As I mentioned in the previous blog, in 1994 there was a sense of dramatic change.  Politically the Berlin Wall had collapsed a few years before and the Soviet Union collapsed into Russia and Federated States.  Economically import tariffs were falling, markets were being deregulated and foreign ownership was increasing...all more or less simultaneously across the globe.  Francis Fukuyama even wrote his now famous book "The End of History and the Last Man"  in which he hypothesized  "What we may be witnessing is not just the end of the Cold War, or the passing of a particular period of post-war history, but the end of history as such: that is, the end point of mankind's ideological evolution and the universalization of Western liberal democracy as the final form of human government."

We were also at the beginning of an information technology transformation driven by the proliferation of the Internet.    There was a sense that the proliferation of information technologies and communicative devices would "change everything." Entire business models would be overturned, industries transformed, old hierarchical structures swept away and replaced my new yet-to-be defined network centric organizations.

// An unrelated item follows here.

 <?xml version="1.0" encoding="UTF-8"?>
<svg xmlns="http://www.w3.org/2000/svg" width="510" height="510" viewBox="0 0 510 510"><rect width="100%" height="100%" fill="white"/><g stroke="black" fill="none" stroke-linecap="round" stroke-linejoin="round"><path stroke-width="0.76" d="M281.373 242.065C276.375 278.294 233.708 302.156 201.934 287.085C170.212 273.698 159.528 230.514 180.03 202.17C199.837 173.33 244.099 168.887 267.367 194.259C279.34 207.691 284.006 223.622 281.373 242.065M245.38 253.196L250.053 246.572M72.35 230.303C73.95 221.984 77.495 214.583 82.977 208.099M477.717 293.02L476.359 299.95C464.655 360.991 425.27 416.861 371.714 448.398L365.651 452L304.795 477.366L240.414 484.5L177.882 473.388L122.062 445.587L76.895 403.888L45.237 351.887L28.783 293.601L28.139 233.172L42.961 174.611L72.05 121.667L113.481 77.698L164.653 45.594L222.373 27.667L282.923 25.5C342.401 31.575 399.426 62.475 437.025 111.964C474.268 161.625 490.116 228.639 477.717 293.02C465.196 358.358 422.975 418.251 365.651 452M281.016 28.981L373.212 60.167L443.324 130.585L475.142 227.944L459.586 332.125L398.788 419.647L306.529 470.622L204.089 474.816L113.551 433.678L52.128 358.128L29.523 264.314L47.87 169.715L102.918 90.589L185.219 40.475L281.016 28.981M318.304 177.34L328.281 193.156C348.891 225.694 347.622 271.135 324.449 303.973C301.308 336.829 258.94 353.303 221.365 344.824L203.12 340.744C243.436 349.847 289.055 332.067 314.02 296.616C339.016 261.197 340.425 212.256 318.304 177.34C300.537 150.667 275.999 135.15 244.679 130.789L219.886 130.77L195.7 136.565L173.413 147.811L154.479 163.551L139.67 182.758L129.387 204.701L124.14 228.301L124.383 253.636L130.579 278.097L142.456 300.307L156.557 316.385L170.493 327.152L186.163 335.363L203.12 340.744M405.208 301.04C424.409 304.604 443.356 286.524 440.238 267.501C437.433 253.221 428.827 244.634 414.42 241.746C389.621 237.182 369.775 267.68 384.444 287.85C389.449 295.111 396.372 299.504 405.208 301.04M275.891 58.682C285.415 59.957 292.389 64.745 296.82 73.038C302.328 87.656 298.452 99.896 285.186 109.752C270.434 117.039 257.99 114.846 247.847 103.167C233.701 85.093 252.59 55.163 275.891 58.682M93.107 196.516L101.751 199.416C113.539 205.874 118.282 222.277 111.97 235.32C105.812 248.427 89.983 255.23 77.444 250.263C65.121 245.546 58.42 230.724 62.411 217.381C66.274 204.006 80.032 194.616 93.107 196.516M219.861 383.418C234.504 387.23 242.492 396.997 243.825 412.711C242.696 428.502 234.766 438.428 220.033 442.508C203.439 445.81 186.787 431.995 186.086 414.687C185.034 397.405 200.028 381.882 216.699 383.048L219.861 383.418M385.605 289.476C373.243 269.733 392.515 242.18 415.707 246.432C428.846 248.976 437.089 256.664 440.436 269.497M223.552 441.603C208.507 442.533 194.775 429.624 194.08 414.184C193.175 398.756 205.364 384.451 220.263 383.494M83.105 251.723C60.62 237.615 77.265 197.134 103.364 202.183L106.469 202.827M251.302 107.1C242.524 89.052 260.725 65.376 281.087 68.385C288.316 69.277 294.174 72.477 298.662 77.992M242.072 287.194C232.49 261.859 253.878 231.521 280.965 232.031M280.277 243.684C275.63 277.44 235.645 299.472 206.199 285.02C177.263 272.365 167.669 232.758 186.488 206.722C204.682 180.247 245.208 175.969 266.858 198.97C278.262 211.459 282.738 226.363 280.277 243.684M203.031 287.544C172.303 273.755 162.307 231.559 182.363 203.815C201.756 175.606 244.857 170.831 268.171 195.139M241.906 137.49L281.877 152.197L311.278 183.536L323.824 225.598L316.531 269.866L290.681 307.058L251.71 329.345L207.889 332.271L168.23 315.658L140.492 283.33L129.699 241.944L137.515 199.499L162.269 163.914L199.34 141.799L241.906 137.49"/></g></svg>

Like the failure of Fukuyama's Utopian vision of the universalization of government, "everything" didn't change in the commercial world either.  Here are some examples of how wide the variance of the impact of information technology:

Dramatically Changed               Incrementally Changed                Little Change             
Retail Banks                                 Health Care                                     Transportation
Bookstores                                    Education                                        Retail energy(gasoline)
Newspapers                                   Retail Merchandising                     Retail groceries
Video Stores                                 Government                                    Retail Automobile sales
Retail Music                                  Political fundraising
Travel Agents                                Personal investing
Personal Communication              Organizational hierarchies

The reader may have other examples.  I think there are a couple of insights for leaders in this.  One is not only is there a wide variance among business sectors, within a business sector like retailing, there can be a wide variance.  What works in one instance cannot automatically be transferred to another instance.  The thoughtful leader has to carefully understand the value chain of their business from manufacturer, to suppliers to end customer and carefully analyze the value added at each intermediary step.  If there isn't a sufficient value added the intermediate step will be dis-intermediated...eliminated.  Travel agents have almost been eliminated because individuals can access and evaluate options and get the best value for money on their own.   On the other hand grocery stores still exist because they can aggregate a large number of suppliers in a wide variety of food and beverages in ways no individual could possibly do on their own.  When it comes to IT transformation "one size does not fit all".